Trump’s flaw, as I see it at this hour, includes both hatred and unhappy love. He is desperate because total love is unattainable, and yet he is consumed with attaining love. The evidence is clear, however, that Trump is not god, and so he is tormented. The world is shameful because it does not love him totally. Therefore the world is unjust, conspiring against him.
Poets too know something about the injustices of the world. We see how vague and incomprehensible the world can be. We see how eager the soul seeks to know what offends it. We know we are but stand-ins for others, arbitrary in our visions, interchangeable through time. Love, we know, is more important than poems. We have written for centuries in many languages of the obstacles to absolute love, to recognition, to truth, to order.
For Trump, he believes the world does not know his true worth. Therefore he hates the world.
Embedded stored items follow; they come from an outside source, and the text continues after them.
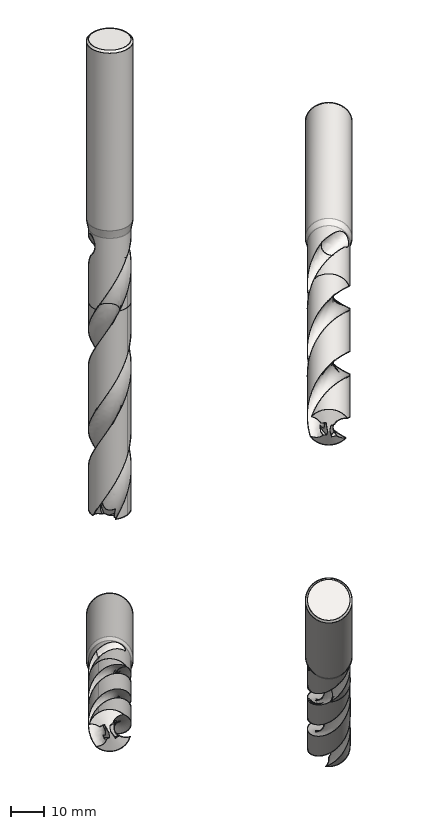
import cadquery as cq
import math

total_length = 167.0
shank_radius = 7.0
drill_radius = 6.43
shank_bottom = 104.0
neck_top = 101.0
split_height = 75.2
shank_chamfer = 0.7
point_angle = 140.0
helix_angle = 29.8

flute_count = 2
flute_width_angle = 66.0
web_radius = 1.3
flute_start_angle = -86.7
flute_helix_top = 92.9
runout_radial_shift = 3.5
runout_sideways_shift = 5.5
runout_height = 7.5

gash_left = -1.5
gash_right = 2.7
gash_rise = 2.8
gash_inner_y = -0.3
gash_outer_y = -2.8
gash_roof_inner_z = -0.8
gash_roof_outer_z = 5.0
gash_bottom_z = -5.0

point_height = drill_radius / math.tan(math.radians(point_angle / 2))
flute_lead = 2 * math.pi * drill_radius / math.tan(math.radians(helix_angle))
half_width_angle = math.radians(flute_width_angle / 2)
rim_edge_distance = drill_radius * math.cos(half_width_angle)
flute_offset = (drill_radius**2 - web_radius**2) / (2 * (rim_edge_distance - web_radius))
flute_radius = flute_offset - web_radius
flute_twist = 360 * flute_helix_top / flute_lead


def make_blank():
    """Round drill with a conical point, a conical neck and a chamfered shank."""
    profile = (
        cq.Workplane("XZ")
        .moveTo(0, 0)
        .lineTo(drill_radius, point_height)
        .lineTo(drill_radius, neck_top)
        .lineTo(shank_radius, shank_bottom)
        .lineTo(shank_radius, total_length)
        .lineTo(0, total_length)
        .close()
    )
    blank = profile.revolve(360, (0, 0, 0), (0, 1, 0))
    return blank.faces(">Z").edges().chamfer(shank_chamfer)


def make_helical_flute(angle):
    """Round groove that winds around the axis, up from the point."""
    groove = (
        cq.Workplane("XY")
        .moveTo(flute_offset, 0)
        .circle(flute_radius)
        .twistExtrude(flute_helix_top, flute_twist)
    )
    return groove.rotate((0, 0, 0), (0, 0, 1), angle)


def make_runout(angle):
    """Straight groove that leaves the helix sideways and climbs out of the drill."""
    section = cq.Wire.makeCircle(
        flute_radius, cq.Vector(flute_offset, 0, flute_helix_top), cq.Vector(0, 0, 1)
    )
    climb = cq.Vector(runout_radial_shift, runout_sideways_shift, runout_height)
    groove = cq.Workplane(cq.Solid.extrudeLinear(section, [], climb))
    return groove.rotate((0, 0, 0), (0, 0, 1), angle + flute_twist)


def make_gash(angle):
    """Notch with a sloped roof that thins the web beside the point."""
    section = cq.Wire.makePolygon(
        [
            cq.Vector(gash_left, gash_inner_y, gash_bottom_z),
            cq.Vector(gash_left, gash_inner_y, gash_roof_inner_z),
            cq.Vector(gash_left, gash_outer_y, gash_roof_outer_z),
            cq.Vector(gash_left, gash_outer_y, gash_bottom_z),
        ],
        close=True,
    )
    along_roof = cq.Vector(gash_right - gash_left, 0, gash_rise)
    notch = cq.Workplane(cq.Solid.extrudeLinear(section, [], along_roof))
    return notch.rotate((0, 0, 0), (0, 0, 1), angle)


def make_drill():
    drill = make_blank()
    for index in range(flute_count):
        turn = index * 360 / flute_count
        angle = flute_start_angle + turn
        drill = drill.cut(make_helical_flute(angle))
        drill = drill.cut(make_runout(angle))
        drill = drill.cut(make_gash(turn))
    return drill


def make_envelope(bottom, top):
    """Cylinder wide enough to hold the whole drill between two heights."""
    return (
        cq.Workplane("XY")
        .workplane(offset=bottom)
        .circle(2 * shank_radius)
        .extrude(top - bottom)
    )


fluted_drill = make_drill()
cutting_head = fluted_drill.intersect(make_envelope(0, split_height))
shank = fluted_drill.intersect(make_envelope(split_height, total_length))

result = cq.Compound.makeCompound([cutting_head.val(), shank.val()])

For poets, we believe the world does not know our true worth. Therefore we seek more knowledge from living in the world and in the forms and visions of language.
Unlike Trump who seldom smiles, but smirks, who has no ability to joke, except to ridicule, who cannot fathom irony, especially about himself, who cannot laugh at himself because he cannot feel warmth authentically, who is quick to take offense, who is incapable of stepping outside himself and see he too is a fool, we poets find joy in the world, are keepers of the ironic, and know that poetry is one route to step outside ourselves into the transcendence of life.
Unlike Trump who lacks a sense of belonging, we poets seek communion.
Unlike Trump who abhors shame, we poets examine it fully.
Unlike Trump who lacks the will to doubt, we poets are askers of questions.
Unlike Trump who despises the absurd, we poets invite its uncertainties as a means to measure life and life’s possibilities. We poets do not believe the world belongs to us. Our existence is a miracle, and yet we know our world is limited.
Unlike Trump who believes he can do as he pleases unconditionally, we poets understand that existence comes to an end. As do administrations.
At this hour of Donald Trump’s inauguration I believe it’ll be the quiet poems that point us to the miracle of human existence in the face of hatred.
It is hard to imagine the next years without poetry of the human spirit, without poetry as the fragile gift of care, and without poetry that extols connection, communion, community in the face of collective hate against the mysteries of life.